### [Collected data]
::::

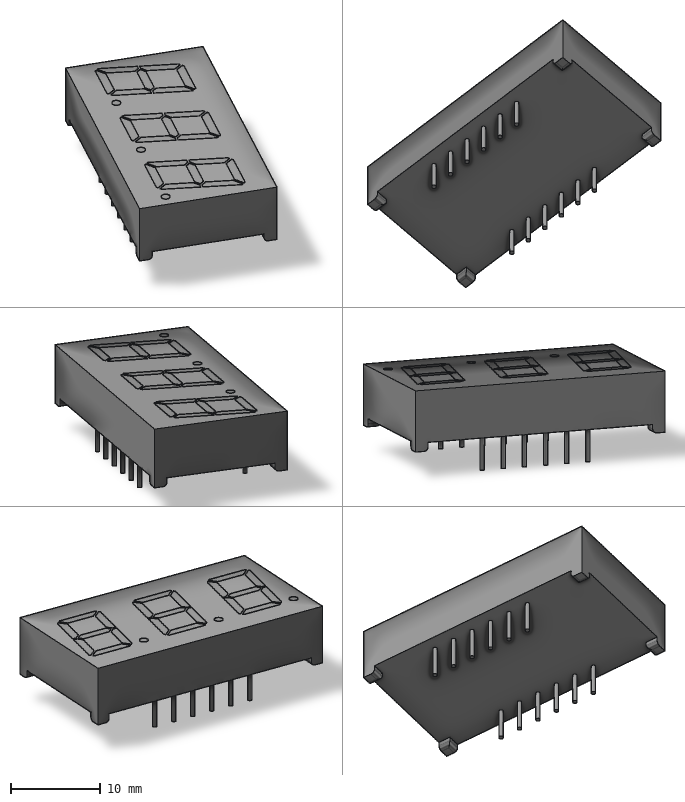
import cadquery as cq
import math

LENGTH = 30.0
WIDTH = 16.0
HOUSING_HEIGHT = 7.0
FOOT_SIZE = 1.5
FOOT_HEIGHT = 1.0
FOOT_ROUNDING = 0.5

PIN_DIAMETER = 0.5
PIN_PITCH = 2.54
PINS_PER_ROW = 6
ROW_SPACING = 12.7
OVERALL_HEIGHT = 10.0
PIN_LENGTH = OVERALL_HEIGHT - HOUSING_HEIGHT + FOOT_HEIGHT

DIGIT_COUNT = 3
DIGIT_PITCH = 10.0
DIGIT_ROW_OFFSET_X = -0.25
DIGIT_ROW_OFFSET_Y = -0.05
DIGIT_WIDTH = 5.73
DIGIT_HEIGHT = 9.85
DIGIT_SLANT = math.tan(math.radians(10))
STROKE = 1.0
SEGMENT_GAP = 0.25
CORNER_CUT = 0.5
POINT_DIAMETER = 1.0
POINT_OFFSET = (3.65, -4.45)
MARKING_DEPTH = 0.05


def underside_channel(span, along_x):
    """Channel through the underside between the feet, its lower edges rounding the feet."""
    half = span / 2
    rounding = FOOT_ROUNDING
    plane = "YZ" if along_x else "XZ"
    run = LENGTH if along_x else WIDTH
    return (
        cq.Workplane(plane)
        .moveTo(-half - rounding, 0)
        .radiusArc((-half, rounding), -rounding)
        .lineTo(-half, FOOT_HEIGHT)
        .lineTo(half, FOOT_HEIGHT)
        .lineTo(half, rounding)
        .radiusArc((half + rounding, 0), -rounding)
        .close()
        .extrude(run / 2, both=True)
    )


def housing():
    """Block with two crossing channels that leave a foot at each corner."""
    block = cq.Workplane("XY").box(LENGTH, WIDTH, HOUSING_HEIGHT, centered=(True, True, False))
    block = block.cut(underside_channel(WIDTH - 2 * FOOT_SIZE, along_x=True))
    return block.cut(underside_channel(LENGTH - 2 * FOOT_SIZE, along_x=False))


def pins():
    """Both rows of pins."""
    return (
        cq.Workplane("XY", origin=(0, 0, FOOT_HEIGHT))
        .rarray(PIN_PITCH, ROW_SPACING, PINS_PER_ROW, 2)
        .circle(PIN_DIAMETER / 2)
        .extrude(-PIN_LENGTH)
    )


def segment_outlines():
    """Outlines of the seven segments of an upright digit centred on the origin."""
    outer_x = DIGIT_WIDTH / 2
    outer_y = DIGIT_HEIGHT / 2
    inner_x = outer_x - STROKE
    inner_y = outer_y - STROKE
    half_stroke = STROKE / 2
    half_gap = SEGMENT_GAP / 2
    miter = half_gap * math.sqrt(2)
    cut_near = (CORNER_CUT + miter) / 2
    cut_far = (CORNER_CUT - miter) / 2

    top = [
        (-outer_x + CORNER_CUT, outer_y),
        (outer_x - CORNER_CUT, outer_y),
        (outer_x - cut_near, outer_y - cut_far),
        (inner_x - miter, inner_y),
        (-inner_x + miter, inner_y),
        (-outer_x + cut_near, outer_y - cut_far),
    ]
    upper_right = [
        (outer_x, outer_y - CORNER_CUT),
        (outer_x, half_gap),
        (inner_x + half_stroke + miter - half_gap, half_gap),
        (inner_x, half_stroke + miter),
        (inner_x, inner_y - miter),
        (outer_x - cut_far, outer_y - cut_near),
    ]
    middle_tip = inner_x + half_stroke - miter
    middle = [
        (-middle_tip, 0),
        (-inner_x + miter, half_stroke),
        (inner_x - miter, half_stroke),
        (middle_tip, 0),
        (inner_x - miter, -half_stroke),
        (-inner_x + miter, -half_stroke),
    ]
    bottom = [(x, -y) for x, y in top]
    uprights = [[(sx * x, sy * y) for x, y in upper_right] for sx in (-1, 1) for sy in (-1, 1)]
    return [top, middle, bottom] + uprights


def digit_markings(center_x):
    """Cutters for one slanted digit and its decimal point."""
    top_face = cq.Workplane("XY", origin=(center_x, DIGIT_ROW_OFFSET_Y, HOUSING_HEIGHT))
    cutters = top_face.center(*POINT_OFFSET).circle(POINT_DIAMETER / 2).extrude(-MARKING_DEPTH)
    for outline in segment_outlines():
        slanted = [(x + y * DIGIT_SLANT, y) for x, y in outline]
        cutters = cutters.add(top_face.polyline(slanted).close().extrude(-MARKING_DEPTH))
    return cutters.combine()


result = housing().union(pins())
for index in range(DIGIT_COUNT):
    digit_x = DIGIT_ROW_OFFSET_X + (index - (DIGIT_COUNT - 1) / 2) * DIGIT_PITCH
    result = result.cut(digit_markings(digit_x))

::::

### [THE PROBLEM]
Gather and copy every line of the data in which the string "uprights" is found.

### [RESPONSE TO THIS TASK]
    uprights = [[(sx * x, sy * y) for x, y in upper_right] for sx in (-1, 1) for sy in (-1, 1)]
    return [top, middle, bottom] + uprights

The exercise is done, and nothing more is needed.